Gazi Üniversitesi Tıp Fakültesi Çocuk Enfeksiyonları Bilim Dalı Öğretim Üyesi ve Bilim Kurulu Üyesi Prof. Dr. Hasan Tezer, 1 Haziran'dan itibaren kontrollü normalleşme sürecinin başlamasıyla birlikte rakamları yakından takip etmeye başladıklarını söyledi. Prof. Dr. Tezer, "Çünkü bunun nasıl bir yansıması olacaktı, insanlarımız hep istediğimiz maske takmak, sosyal mesafe, hijyen kurallarına uyacaklar mı diye yakın takibe başladık. Ve maalesef bir haftadır 900'lü rakamlardan bin 500, bin 600'e kadar geldiğimizi gördük.

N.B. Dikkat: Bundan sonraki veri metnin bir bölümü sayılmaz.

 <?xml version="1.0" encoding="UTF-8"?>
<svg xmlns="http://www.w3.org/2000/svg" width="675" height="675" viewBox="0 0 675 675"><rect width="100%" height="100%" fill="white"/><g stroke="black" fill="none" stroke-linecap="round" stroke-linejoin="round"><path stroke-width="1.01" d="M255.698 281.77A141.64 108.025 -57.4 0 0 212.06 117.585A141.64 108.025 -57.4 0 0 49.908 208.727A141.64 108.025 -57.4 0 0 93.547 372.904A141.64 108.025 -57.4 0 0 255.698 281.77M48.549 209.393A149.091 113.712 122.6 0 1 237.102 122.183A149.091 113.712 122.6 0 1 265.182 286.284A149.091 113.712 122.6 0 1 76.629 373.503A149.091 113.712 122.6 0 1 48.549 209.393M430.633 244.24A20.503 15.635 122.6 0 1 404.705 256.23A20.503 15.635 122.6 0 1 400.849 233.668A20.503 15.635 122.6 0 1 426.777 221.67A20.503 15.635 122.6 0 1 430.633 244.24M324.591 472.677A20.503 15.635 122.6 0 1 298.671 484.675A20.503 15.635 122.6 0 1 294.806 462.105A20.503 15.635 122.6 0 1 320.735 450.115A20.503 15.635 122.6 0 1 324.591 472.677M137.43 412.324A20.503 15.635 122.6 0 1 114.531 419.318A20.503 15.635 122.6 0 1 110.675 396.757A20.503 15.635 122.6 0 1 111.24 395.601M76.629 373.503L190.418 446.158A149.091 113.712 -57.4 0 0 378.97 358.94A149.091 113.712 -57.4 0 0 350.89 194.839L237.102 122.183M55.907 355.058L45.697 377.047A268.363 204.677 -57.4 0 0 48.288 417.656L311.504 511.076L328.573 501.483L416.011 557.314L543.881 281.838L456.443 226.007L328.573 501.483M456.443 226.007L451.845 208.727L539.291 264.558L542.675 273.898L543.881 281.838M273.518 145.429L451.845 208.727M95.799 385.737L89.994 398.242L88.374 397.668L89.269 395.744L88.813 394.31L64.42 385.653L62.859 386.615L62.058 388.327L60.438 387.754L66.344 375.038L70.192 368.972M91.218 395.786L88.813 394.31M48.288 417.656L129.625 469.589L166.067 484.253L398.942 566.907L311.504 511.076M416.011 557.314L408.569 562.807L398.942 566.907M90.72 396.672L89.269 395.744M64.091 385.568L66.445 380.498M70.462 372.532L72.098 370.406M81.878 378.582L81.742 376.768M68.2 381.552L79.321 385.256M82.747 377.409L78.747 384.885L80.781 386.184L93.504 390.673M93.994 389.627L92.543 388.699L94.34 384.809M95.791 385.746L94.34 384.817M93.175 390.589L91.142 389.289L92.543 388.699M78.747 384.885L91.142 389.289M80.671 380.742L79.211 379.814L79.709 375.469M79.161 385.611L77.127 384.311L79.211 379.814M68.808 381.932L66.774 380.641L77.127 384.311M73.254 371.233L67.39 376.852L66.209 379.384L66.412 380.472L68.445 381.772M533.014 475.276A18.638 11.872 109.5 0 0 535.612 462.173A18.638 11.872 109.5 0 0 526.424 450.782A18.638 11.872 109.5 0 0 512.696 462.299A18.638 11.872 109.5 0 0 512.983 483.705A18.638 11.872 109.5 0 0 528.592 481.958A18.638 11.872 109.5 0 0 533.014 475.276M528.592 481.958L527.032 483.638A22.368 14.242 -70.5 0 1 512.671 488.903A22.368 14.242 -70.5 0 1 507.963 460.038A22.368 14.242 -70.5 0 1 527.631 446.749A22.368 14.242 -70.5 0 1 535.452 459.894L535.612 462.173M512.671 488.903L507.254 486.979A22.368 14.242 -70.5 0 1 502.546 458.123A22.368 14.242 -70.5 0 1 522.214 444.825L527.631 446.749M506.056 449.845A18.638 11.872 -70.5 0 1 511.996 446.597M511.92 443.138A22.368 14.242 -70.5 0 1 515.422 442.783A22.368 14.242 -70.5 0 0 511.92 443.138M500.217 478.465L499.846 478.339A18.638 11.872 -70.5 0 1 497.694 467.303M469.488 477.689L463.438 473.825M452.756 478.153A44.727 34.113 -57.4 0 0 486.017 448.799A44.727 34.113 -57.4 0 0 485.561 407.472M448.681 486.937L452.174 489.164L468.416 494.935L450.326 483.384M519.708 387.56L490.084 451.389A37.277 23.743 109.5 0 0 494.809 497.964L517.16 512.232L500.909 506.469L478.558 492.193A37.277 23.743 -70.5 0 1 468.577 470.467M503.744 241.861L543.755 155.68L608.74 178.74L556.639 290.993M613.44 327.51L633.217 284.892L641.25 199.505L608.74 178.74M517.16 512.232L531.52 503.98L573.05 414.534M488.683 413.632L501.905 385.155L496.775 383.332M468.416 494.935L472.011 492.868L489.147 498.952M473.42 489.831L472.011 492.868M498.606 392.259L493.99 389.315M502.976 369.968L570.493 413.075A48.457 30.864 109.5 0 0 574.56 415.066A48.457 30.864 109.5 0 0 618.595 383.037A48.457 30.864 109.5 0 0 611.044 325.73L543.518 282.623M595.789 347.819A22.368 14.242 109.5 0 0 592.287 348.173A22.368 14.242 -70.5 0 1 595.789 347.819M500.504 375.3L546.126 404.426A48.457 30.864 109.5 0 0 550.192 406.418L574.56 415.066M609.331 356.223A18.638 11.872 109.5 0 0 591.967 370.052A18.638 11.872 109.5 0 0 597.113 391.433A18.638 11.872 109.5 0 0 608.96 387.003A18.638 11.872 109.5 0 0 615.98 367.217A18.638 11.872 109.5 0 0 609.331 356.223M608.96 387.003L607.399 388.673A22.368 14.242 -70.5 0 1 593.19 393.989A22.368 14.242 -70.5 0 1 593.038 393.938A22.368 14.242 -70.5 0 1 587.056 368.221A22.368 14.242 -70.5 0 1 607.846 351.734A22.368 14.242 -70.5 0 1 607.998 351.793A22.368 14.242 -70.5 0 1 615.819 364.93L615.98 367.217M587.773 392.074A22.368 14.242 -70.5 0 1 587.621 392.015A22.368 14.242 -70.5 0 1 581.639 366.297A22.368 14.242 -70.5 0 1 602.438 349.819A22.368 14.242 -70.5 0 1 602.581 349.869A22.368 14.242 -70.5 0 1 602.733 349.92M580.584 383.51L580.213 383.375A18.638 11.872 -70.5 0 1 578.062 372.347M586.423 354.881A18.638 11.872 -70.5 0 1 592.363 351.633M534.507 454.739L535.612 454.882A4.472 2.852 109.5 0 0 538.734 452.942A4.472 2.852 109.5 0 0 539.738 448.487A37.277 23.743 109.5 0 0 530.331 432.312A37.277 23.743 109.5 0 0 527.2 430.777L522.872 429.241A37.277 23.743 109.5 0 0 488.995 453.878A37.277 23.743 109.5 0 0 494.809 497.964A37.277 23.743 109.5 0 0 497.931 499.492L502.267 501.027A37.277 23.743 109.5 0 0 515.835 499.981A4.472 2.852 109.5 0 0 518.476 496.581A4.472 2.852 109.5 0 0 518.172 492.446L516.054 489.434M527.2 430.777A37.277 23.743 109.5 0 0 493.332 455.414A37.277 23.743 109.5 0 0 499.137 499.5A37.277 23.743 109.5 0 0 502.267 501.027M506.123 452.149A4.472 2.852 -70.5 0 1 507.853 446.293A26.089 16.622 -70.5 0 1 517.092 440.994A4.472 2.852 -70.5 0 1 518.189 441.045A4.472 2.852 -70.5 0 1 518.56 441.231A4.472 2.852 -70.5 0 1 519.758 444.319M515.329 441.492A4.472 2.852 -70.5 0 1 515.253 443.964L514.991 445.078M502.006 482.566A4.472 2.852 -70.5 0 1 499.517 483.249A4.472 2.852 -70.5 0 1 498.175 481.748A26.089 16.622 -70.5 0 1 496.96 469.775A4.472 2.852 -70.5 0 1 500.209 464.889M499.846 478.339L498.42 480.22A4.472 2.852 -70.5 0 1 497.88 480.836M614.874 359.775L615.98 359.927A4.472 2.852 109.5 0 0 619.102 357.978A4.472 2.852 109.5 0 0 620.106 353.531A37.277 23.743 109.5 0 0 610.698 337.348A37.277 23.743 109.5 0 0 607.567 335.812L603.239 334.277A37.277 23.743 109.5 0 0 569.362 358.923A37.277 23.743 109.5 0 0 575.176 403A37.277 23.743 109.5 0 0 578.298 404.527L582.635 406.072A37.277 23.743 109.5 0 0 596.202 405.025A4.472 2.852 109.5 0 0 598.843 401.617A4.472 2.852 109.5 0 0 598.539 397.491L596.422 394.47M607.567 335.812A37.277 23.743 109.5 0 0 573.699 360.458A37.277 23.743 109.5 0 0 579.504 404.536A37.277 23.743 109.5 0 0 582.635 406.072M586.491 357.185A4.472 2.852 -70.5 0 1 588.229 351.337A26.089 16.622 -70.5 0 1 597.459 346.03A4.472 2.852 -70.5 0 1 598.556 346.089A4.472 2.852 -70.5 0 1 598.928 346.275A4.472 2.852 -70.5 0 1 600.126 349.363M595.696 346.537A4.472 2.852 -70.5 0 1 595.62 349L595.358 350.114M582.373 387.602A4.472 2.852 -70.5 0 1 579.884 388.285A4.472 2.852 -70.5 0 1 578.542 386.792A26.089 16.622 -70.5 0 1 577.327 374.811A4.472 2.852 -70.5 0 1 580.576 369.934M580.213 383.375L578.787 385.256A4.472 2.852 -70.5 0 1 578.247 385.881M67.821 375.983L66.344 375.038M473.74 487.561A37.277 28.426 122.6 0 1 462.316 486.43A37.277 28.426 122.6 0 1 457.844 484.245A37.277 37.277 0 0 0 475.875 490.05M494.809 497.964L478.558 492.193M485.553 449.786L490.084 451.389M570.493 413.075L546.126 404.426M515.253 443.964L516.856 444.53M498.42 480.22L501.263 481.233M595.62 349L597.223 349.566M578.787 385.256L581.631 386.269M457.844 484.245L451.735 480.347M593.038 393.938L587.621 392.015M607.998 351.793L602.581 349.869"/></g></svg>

Bu rakamlar artmaya başlayınca 'nerelerde yanlışlar yapılıyor' diye irdelemek gerekiyordu. Bu süreçte sosyal mesafe kuralına daha çok uyuldu; fakat maske takma konusunda insanlarımızın biraz gevşediğini gördük. Özellikle rakamların yüksek olduğu büyükşehirlerde insanlarımızın maskelerini çok fazla takmadıklarını ya da taksalar da doğru bir biçimde takmadıklarını gördük" dedi.
'RAKAMLAR ARTARSA BAŞKA KURALLAR DA GELECEKTİR'
Prof. Dr. Tezer, normalleşme sürecinden sonra vakalardaki artışın alarm işareti verdiğini ifade ederek, "O yüzden ilk aşamada maske takma kurallarının tekrar gözden geçirilmesine başlandı. Bu bağlamda da özellikle büyükşehirlerimiz olan İstanbul ve Ankara'da zorunlu maske takma tavsiyesinde bulunuldu. Ve özellikle vaka artışının yoğun bir şekilde görüldüğü Bursa ilimizde de benzer şekilde maske takılmasının zorunlu hale getirilmesi tavsiye edildi. Bu bağlamda da dün gece itibarıyla İstanbul ve Ankara illeri valiliklerinden maske takılmasının zorunlu olduğu ilan edilmiş oldu. Bu sayede rakamlarımızın daha fazla yükselmeden, bizi endişeli bir seviyeye getirdiğini görmeden düşüşe geçtiğini görmek en büyük temennimiz. Çünkü rakamlar daha artarsa, kontrol edilemeyecek seviyeye gelirse tekrar oturup değerlendirmek, başka kurallar da gerekecektir" ifadelerini kullandı.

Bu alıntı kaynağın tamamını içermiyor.